(Entries provided Opens)
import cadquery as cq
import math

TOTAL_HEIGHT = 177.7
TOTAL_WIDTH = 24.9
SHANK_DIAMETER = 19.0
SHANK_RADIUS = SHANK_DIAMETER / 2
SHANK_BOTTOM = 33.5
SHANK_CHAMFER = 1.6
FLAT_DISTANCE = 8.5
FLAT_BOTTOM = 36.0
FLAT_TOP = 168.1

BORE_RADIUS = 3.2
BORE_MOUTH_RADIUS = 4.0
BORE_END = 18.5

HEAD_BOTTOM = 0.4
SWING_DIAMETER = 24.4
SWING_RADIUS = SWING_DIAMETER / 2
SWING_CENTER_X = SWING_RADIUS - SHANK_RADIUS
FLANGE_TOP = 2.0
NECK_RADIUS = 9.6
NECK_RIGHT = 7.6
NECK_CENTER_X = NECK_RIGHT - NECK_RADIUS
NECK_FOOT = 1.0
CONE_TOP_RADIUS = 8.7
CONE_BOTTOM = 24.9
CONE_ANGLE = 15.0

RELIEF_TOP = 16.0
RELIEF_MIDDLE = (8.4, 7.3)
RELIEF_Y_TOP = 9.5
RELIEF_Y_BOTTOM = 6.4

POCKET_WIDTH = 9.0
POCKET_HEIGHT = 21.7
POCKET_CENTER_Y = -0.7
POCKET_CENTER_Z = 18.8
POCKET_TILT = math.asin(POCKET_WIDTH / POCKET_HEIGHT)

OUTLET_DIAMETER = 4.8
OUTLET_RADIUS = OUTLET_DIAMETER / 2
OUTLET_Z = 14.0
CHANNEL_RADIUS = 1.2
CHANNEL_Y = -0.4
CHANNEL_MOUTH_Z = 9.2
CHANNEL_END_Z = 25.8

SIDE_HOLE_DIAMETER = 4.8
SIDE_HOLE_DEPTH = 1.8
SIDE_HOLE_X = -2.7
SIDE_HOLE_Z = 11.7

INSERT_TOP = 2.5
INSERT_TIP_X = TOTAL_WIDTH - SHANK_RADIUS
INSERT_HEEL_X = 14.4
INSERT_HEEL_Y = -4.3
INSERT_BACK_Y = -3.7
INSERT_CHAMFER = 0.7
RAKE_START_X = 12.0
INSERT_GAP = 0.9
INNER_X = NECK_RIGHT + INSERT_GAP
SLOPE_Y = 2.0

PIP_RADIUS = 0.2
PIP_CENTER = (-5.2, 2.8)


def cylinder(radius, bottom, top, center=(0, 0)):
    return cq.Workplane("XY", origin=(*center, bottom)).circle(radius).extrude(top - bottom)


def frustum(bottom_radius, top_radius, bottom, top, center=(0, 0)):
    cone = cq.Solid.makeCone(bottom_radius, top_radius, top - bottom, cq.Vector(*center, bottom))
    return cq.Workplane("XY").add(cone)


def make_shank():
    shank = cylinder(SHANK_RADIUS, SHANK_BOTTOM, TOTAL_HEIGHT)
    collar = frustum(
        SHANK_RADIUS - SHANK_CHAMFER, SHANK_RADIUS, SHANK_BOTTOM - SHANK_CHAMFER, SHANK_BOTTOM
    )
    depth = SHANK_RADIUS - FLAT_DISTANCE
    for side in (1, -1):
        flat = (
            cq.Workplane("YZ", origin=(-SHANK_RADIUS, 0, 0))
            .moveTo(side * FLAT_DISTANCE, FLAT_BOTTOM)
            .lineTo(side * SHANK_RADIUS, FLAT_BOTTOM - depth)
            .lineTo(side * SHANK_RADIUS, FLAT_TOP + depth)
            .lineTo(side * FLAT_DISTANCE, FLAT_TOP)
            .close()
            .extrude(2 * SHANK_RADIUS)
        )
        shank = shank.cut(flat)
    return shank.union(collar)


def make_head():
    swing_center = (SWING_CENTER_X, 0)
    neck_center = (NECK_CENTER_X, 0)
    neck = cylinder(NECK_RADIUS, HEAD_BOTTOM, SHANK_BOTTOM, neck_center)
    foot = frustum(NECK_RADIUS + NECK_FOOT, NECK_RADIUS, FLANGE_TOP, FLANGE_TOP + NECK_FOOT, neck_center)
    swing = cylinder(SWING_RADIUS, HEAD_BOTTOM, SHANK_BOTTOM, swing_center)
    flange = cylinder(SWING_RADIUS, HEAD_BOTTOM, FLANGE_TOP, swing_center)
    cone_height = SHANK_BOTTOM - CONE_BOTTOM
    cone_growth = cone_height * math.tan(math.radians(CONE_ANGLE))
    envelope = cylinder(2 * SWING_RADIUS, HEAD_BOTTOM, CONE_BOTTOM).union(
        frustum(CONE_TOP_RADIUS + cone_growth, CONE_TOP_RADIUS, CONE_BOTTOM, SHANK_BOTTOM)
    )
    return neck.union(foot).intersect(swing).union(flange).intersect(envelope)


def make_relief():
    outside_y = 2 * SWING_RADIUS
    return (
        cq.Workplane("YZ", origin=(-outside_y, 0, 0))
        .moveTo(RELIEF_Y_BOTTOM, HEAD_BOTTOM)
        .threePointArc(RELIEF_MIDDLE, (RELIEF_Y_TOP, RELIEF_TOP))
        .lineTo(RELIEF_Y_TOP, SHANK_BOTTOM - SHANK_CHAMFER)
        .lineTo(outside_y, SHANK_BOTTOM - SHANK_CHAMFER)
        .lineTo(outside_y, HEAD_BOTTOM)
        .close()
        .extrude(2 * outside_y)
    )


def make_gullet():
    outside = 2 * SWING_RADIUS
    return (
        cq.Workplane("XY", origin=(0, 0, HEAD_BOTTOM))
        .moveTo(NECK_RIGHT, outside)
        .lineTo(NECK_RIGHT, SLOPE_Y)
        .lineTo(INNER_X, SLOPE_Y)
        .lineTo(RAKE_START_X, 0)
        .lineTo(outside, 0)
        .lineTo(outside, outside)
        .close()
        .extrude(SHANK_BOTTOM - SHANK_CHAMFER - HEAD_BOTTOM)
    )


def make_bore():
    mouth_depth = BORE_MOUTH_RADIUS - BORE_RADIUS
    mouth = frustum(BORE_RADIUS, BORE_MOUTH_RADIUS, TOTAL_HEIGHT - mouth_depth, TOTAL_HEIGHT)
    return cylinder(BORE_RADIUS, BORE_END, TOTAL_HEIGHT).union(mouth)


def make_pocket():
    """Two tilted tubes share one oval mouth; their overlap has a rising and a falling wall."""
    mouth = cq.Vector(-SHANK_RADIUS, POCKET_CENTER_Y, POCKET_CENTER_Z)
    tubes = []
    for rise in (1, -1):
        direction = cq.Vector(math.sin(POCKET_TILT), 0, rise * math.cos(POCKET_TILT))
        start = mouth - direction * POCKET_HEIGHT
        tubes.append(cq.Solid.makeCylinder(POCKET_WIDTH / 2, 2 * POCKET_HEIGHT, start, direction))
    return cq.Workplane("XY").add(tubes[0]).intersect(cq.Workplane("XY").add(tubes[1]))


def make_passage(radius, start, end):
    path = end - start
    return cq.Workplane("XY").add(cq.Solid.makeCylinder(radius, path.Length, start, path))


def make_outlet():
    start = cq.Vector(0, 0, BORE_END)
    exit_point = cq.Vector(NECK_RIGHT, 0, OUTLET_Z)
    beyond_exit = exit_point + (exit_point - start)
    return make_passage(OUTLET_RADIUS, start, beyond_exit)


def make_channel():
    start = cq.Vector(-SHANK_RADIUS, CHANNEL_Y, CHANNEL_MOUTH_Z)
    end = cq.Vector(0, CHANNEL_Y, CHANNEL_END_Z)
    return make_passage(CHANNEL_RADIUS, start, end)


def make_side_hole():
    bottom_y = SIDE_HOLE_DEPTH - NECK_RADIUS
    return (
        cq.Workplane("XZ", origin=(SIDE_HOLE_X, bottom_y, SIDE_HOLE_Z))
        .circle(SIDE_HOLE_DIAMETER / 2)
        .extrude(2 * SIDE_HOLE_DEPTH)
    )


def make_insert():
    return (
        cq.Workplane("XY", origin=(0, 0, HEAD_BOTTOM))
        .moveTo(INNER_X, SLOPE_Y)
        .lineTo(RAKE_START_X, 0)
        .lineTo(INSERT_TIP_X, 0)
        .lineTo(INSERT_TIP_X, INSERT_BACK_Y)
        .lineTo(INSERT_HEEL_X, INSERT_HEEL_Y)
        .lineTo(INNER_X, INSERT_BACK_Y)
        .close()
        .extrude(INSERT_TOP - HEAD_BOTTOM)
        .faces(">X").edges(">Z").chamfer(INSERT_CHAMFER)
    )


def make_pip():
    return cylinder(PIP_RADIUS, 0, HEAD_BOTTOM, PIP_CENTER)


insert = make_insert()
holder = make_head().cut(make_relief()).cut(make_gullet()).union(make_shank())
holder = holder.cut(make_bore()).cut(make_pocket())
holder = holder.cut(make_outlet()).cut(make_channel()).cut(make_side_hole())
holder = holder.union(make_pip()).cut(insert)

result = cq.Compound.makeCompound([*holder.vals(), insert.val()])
(Entries provided Closes)
With the first line of the material as the start and the line containing "POCKET_CENTER_Z = 18.8" as the end, repeat that span exactly and add nothing.

**Answer to the problem:**
import cadquery as cq
import math

TOTAL_HEIGHT = 177.7
TOTAL_WIDTH = 24.9
SHANK_DIAMETER = 19.0
SHANK_RADIUS = SHANK_DIAMETER / 2
SHANK_BOTTOM = 33.5
SHANK_CHAMFER = 1.6
FLAT_DISTANCE = 8.5
FLAT_BOTTOM = 36.0
FLAT_TOP = 168.1

BORE_RADIUS = 3.2
BORE_MOUTH_RADIUS = 4.0
BORE_END = 18.5

HEAD_BOTTOM = 0.4
SWING_DIAMETER = 24.4
SWING_RADIUS = SWING_DIAMETER / 2
SWING_CENTER_X = SWING_RADIUS - SHANK_RADIUS
FLANGE_TOP = 2.0
NECK_RADIUS = 9.6
NECK_RIGHT = 7.6
NECK_CENTER_X = NECK_RIGHT - NECK_RADIUS
NECK_FOOT = 1.0
CONE_TOP_RADIUS = 8.7
CONE_BOTTOM = 24.9
CONE_ANGLE = 15.0

RELIEF_TOP = 16.0
RELIEF_MIDDLE = (8.4, 7.3)
RELIEF_Y_TOP = 9.5
RELIEF_Y_BOTTOM = 6.4

POCKET_WIDTH = 9.0
POCKET_HEIGHT = 21.7
POCKET_CENTER_Y = -0.7
POCKET_CENTER_Z = 18.8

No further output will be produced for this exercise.